[Start of Attachment]

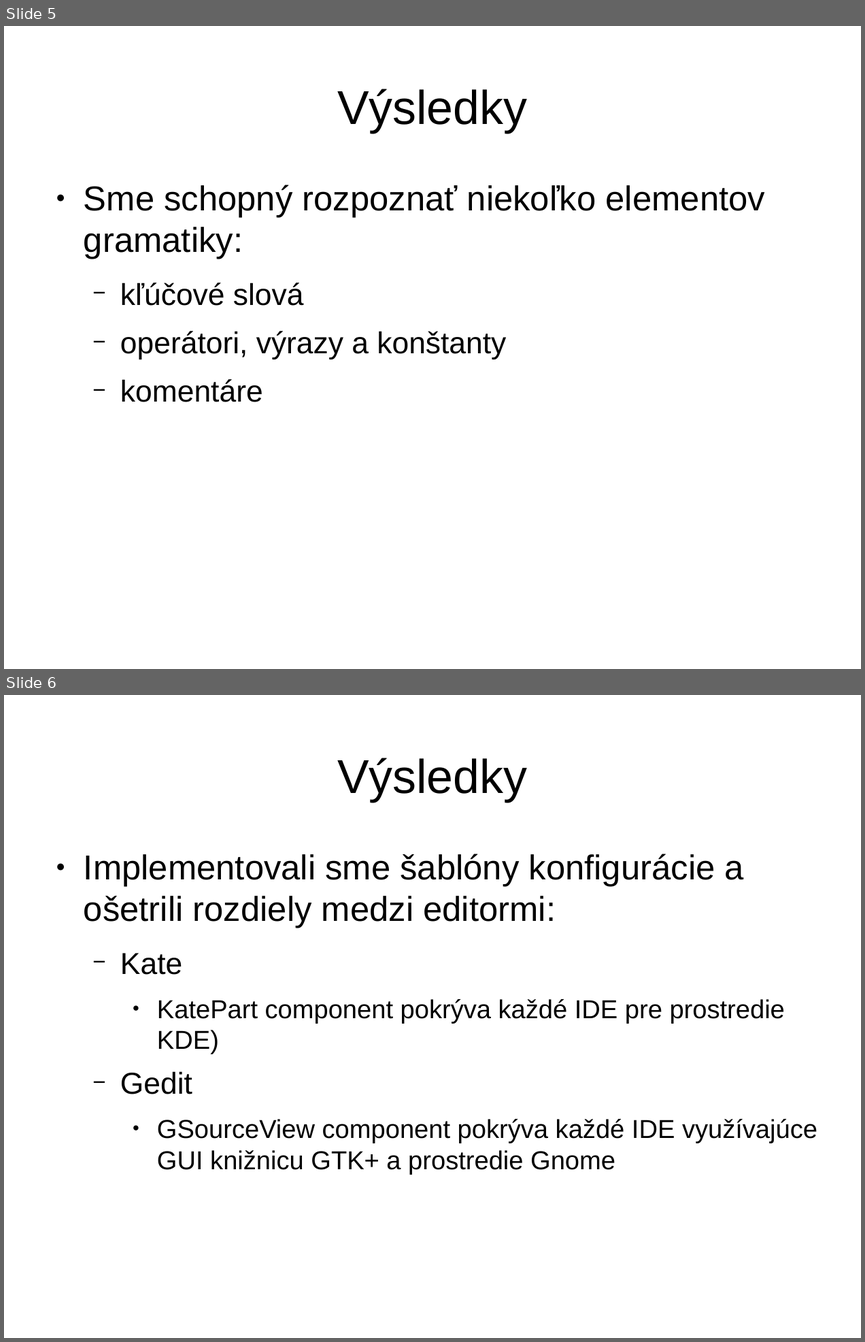
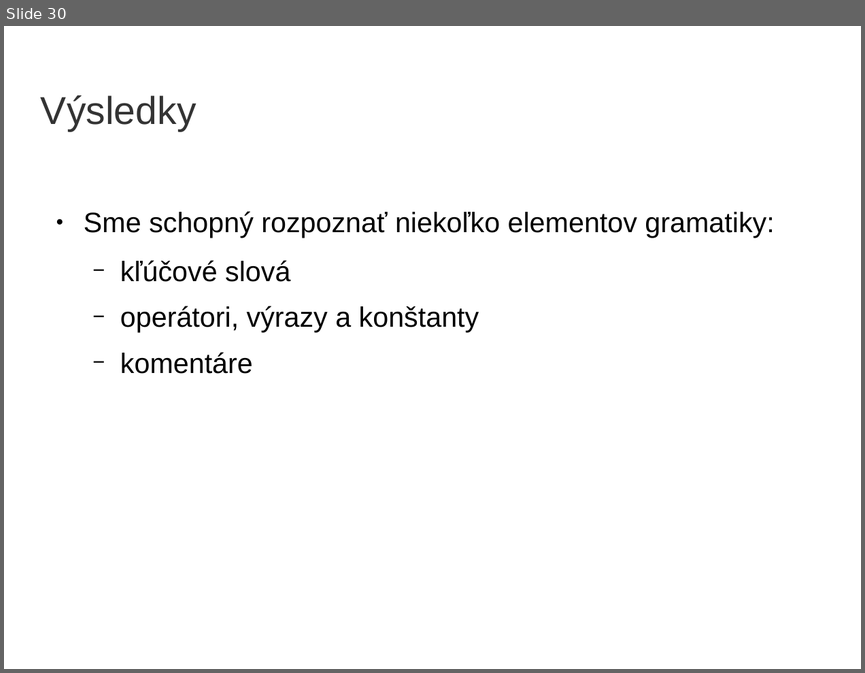
Before and after one commit to yin/syntaxer, a slide deck: obhajoba/bc2014-obhajoba15-prezentacia.odp. Shown one above the other, each under a label of ours: slides 5 and 6 before the commit, slide 30 after it. The pictures are 865x1342 and 865x673 pixels, drawn with LibreOffice and Linux fonts; fonts in the diff are those of the drawing; background and template pictures are left out. Boxes give left, top, right and bottom in pixels: in the first picture for what was removed or moved away, otherwise in the second. Text is boxed around its words. In the diff, an @@ line names an element or a change of style, - is before the commit and + after.

```diff
--- a/obhajoba/bc2014-obhajoba15-prezentacia.odp
+++ b/obhajoba/bc2014-obhajoba15-prezentacia.odp
@@ slide 6 removed at box(4, 695, 861, 1338), background #FFFFFF @@
@@ title removed at box(337, 758, 527, 802) @@
-Výsledky
@@ text removed at box(84, 853, 817, 1174) @@
-● Implementovali sme šablóny konfigurácie a ošetrili rozdiely medzi editormi:
-  − Kate
-    ● KatePart component pokrýva každé IDE pre prostredie KDE)
-  − Gedit
-    ● GSourceView component pokrýva každé IDE využívajúce GUI knižnicu GTK+ a prostredie Gnome
@@ what was slide 5 is now slide 30 @@
@@ slide 30 changed as well @@
@@ title "Výsledky": place and size @@
-title "Výsledky" at box(337, 89, 527, 133)
+title "Výsledky" at box(41, 95, 196, 131)
@@ title "Výsledky" at box(41, 95, 196, 131): size 44 to 36 pt, text colour #000000 to #333333; alignment centre to left @@
@@ text "Sme schopný rozpoznať niekoľko elementov ...": place and size @@
-text "Sme schopný rozpoznať niekoľko elementov ..." at box(84, 184, 765, 402)
+text "Sme schopný rozpoznať niekoľko elementov ..." at box(84, 211, 774, 373)
@@ text "Sme schopný rozpoznať niekoľko elementov ..." at box(84, 211, 774, 373): size 32 to 26 pt in "Sme schopný rozpoznať niekoľko elementov gramatiky:"; size 28 to 26 pt in "kľúčové slová", "operátori, výrazy a konštanty", "komentáre" @@
```
Also in this commit, not shown: 2 other slides changed, 32 slides added, 6 other slides removed, 31 other files.

[End of Attachment]

*Aim of the task:* Pull every line containing the word "prostredie" out of the listing.

*Answer to this exercise:*
-    ● KatePart component pokrýva každé IDE pre prostredie KDE)
-    ● GSourceView component pokrýva každé IDE využívajúce GUI knižnicu GTK+ a prostredie Gnome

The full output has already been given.